If animals matter morally, we cannot justify domestication, which involves our deliberate production of beings who
are perpetually servile and submissive and who are vulnerable in a human context in which they do not belong: 161–
63.
We cannot analogize domesticated nonhumans to disabled humans: 163.
Domesticated animals do not have a right to reproduce: 164.
Conclusion: If animals are persons, we must abolish our institutionalized exploitation of them and stop using and
killing them for our purposes; veganism is a moral imperative. Domestication cannot be justified: 164–65.

Conclusion
This book was not meant to convince those who believe animals are merely things that they are wrong; it was meant
to convince those who do regard animals as having moral value that veganism is a moral imperative: 166.
Our conventional thinking about animals is that they matter morally because they are sentient; we are obligated not
to impose “unnecessary” suffering on them and to treat them “humanely,” but they are chattel property that we can
use and kill: 166–67.
Because animals are property, the standard of animal welfare is very low: 167.
Our denial of personhood to animals based on their supposedly not having an interest in continuing to live is
absurd and cannot be defended; nonhuman personhood, like human personhood, depends only on sentience: 167–
68.
We may not know where the precise line is between nonhumans who are sentient and those who are not, but
virtually all the animals we routinely exploit are unquestionably sentient; where we are not sure, we should err in favor
of treating beings as sentient given what is at stake: 168–69.
If animals are going to matter morally, then they must have the one right not to be property; if they are property,
they remain as things: 169.
If we agree that animals matter morally, we can no longer justify killing animals pursuant to our institutionalized
exploitation of them, irrespective of however supposedly “humane,” and we are obligated to be vegan: 169.
This view may appear to be radical, but we would see it as consistent with our widely shared view that it is wrong
to impose “unnecessary” suffering on animals if we did not assume the legitimacy of the property status of animals:
169–70.
Our moral “conflicts” with animals are, for the most part, of our own making: 170.
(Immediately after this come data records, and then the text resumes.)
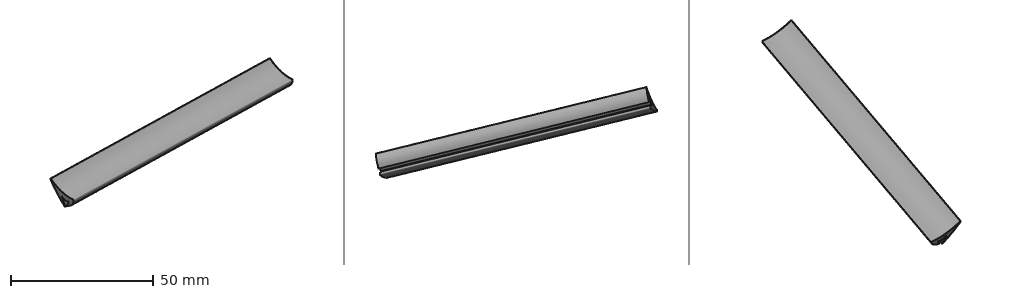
import cadquery as cq
import math

LENGTH = 100.0
WIDTH = 12.91
HEIGHT = 7.84

TROUGH_X = 8.0
TROUGH_Z = 5.8

LIP_RADIUS = 0.3
SHOULDER_RADIUS = 0.5
LEG_TIP_RADIUS = 0.32
LEG_TIP_X = 8.08
HOOK_TIP_RADIUS = 0.4
HOOK_TIP_CENTER = (9.82, 1.98)

LONG_FLANK_BULGE = 0.35
SHORT_FLANK_BULGE = 0.52

LIP_FLANK_ANGLE = 220
LEG_FLANK_ANGLE = 232
LEG_NOTCH_ANGLE = 390
HOOK_NOTCH_ANGLE = 140
HOOK_FLANK_ANGLE = 312
SHOULDER_FLANK_ANGLE = -12

NOTCH_ROOF_Z = 3.2
NOTCH_LEFT_X = 6.45
NOTCH_RIGHT_X = 9.95
CORNER_RISE = 0.4
CORNER_WIDTH = 0.6

HOOK_SHELF_Z = 2.85


def polar(center, radius, angle):
    """Point on a circle, with the angle in degrees from +X towards +Z."""
    turn = math.radians(angle)
    return (center[0] + radius * math.cos(turn), center[1] + radius * math.sin(turn))


def round_end(center, radius, start_angle, end_angle):
    """Start, middle and end points of an arc running between two directions."""
    middle_angle = (start_angle + end_angle) / 2
    return [polar(center, radius, angle) for angle in (start_angle, middle_angle, end_angle)]


def bulge_point(start, end, bulge):
    """Point beside the middle of a chord, offset to the right of its direction."""
    dx = end[0] - start[0]
    dz = end[1] - start[1]
    chord = math.hypot(dx, dz)
    return (
        (start[0] + end[0]) / 2 + bulge * dz / chord,
        (start[1] + end[1]) / 2 - bulge * dx / chord,
    )


def trough_angle(center_x, radius):
    """Direction from the trough axis to a round end that is tangent to the trough."""
    return math.degrees(math.asin((center_x - TROUGH_X) / (trough_radius + radius))) - 90


lip_center = (LIP_RADIUS, HEIGHT - LIP_RADIUS)
lip_run = TROUGH_X - lip_center[0]
lip_rise = lip_center[1] - TROUGH_Z
trough_radius = (lip_run**2 + lip_rise**2 - LIP_RADIUS**2) / (2 * (lip_rise + LIP_RADIUS))
trough_axis = (TROUGH_X, TROUGH_Z + trough_radius)

shoulder_trough_angle = trough_angle(WIDTH - SHOULDER_RADIUS, SHOULDER_RADIUS)
shoulder_center = polar(trough_axis, trough_radius + SHOULDER_RADIUS, shoulder_trough_angle)
leg_center = (LEG_TIP_X, LEG_TIP_RADIUS)


def profile():
    """Closed section outline, drawn from the lip down the long flank and back along the trough."""
    lip_top_angle = trough_angle(lip_center[0], LIP_RADIUS) + 180
    shoulder_top_angle = shoulder_trough_angle + 180

    lip_start, lip_middle, lip_end = round_end(lip_center, LIP_RADIUS, lip_top_angle, LIP_FLANK_ANGLE)
    leg_start, leg_middle, leg_end = round_end(
        leg_center, LEG_TIP_RADIUS, LEG_FLANK_ANGLE, LEG_NOTCH_ANGLE
    )
    hook_start, hook_middle, hook_end = round_end(
        HOOK_TIP_CENTER, HOOK_TIP_RADIUS, HOOK_NOTCH_ANGLE, HOOK_FLANK_ANGLE
    )
    shoulder_start, shoulder_middle, shoulder_end = round_end(
        shoulder_center, SHOULDER_RADIUS, SHOULDER_FLANK_ANGLE, shoulder_top_angle
    )
    pocket_top_z = NOTCH_ROOF_Z + CORNER_RISE
    return (
        cq.Workplane("XZ")
        .moveTo(*lip_start)
        .threePointArc(lip_middle, lip_end)
        .threePointArc(bulge_point(lip_end, leg_start, LONG_FLANK_BULGE), leg_start)
        .threePointArc(leg_middle, leg_end)
        .lineTo(NOTCH_LEFT_X, pocket_top_z)
        .lineTo(NOTCH_LEFT_X + CORNER_WIDTH, NOTCH_ROOF_Z)
        .lineTo(NOTCH_RIGHT_X - CORNER_WIDTH, NOTCH_ROOF_Z)
        .lineTo(NOTCH_RIGHT_X, pocket_top_z)
        .lineTo(NOTCH_RIGHT_X, HOOK_SHELF_Z)
        .lineTo(*hook_start)
        .threePointArc(hook_middle, hook_end)
        .threePointArc(bulge_point(hook_end, shoulder_start, SHORT_FLANK_BULGE), shoulder_start)
        .threePointArc(shoulder_middle, shoulder_end)
        .threePointArc((TROUGH_X, TROUGH_Z), lip_start)
        .close()
    )


result = profile().extrude(-LENGTH)

We have an obligation to care for domesticated animals now in existence, but we should stop causing more to
come into existence: 170.
There are those who claim that the Abolitionist position for which I argue would result in a bleak world because we
would no longer have the joy of interacting with animals, but this position neglects that our joy comes at a great
expense to animals and that our world would be enriched immeasurably by our no longer taking part in the
unspeakable violence and injustice of animal exploitation: 170–71.
If we stopped treating animals like things, we would no longer have the template that allows us to discriminate
against, commodify, and otherwise harm disfavored groups of humans whom we analogize to animals: 171.
There will still be conflicts between humans and nondomesticated animals, but we will view these conflicts in a
different way once we recognize that animal lives matter: 172.
An Abolitionist world would be anything but bleak and may also represent our best chance for avoiding climate
catastrophe and more pandemics and other zoonotic diseases as well as alleviating human hunger: 172.
It is extreme (in the sense of being extremely inconsistent) to maintain that animals have moral value and not be
vegan: 172.
It is not realistic to suggest that going on as we have will change the world for animals; the only realistic solution is
for the very large number of humans who believe that nonhumans matter morally to stop participating in their
exploitation. This would result in a dramatic decrease in demand for animal products and a shift in social discourse
from a focus on whether treatment is “humane” to whether use can be justified; it would also make possible more
meaningful political efforts: 173.
Those humans who value nonhumans morally but who are not yet vegan are the key to change and to the
revolution of the heart that is desperately needed: 173.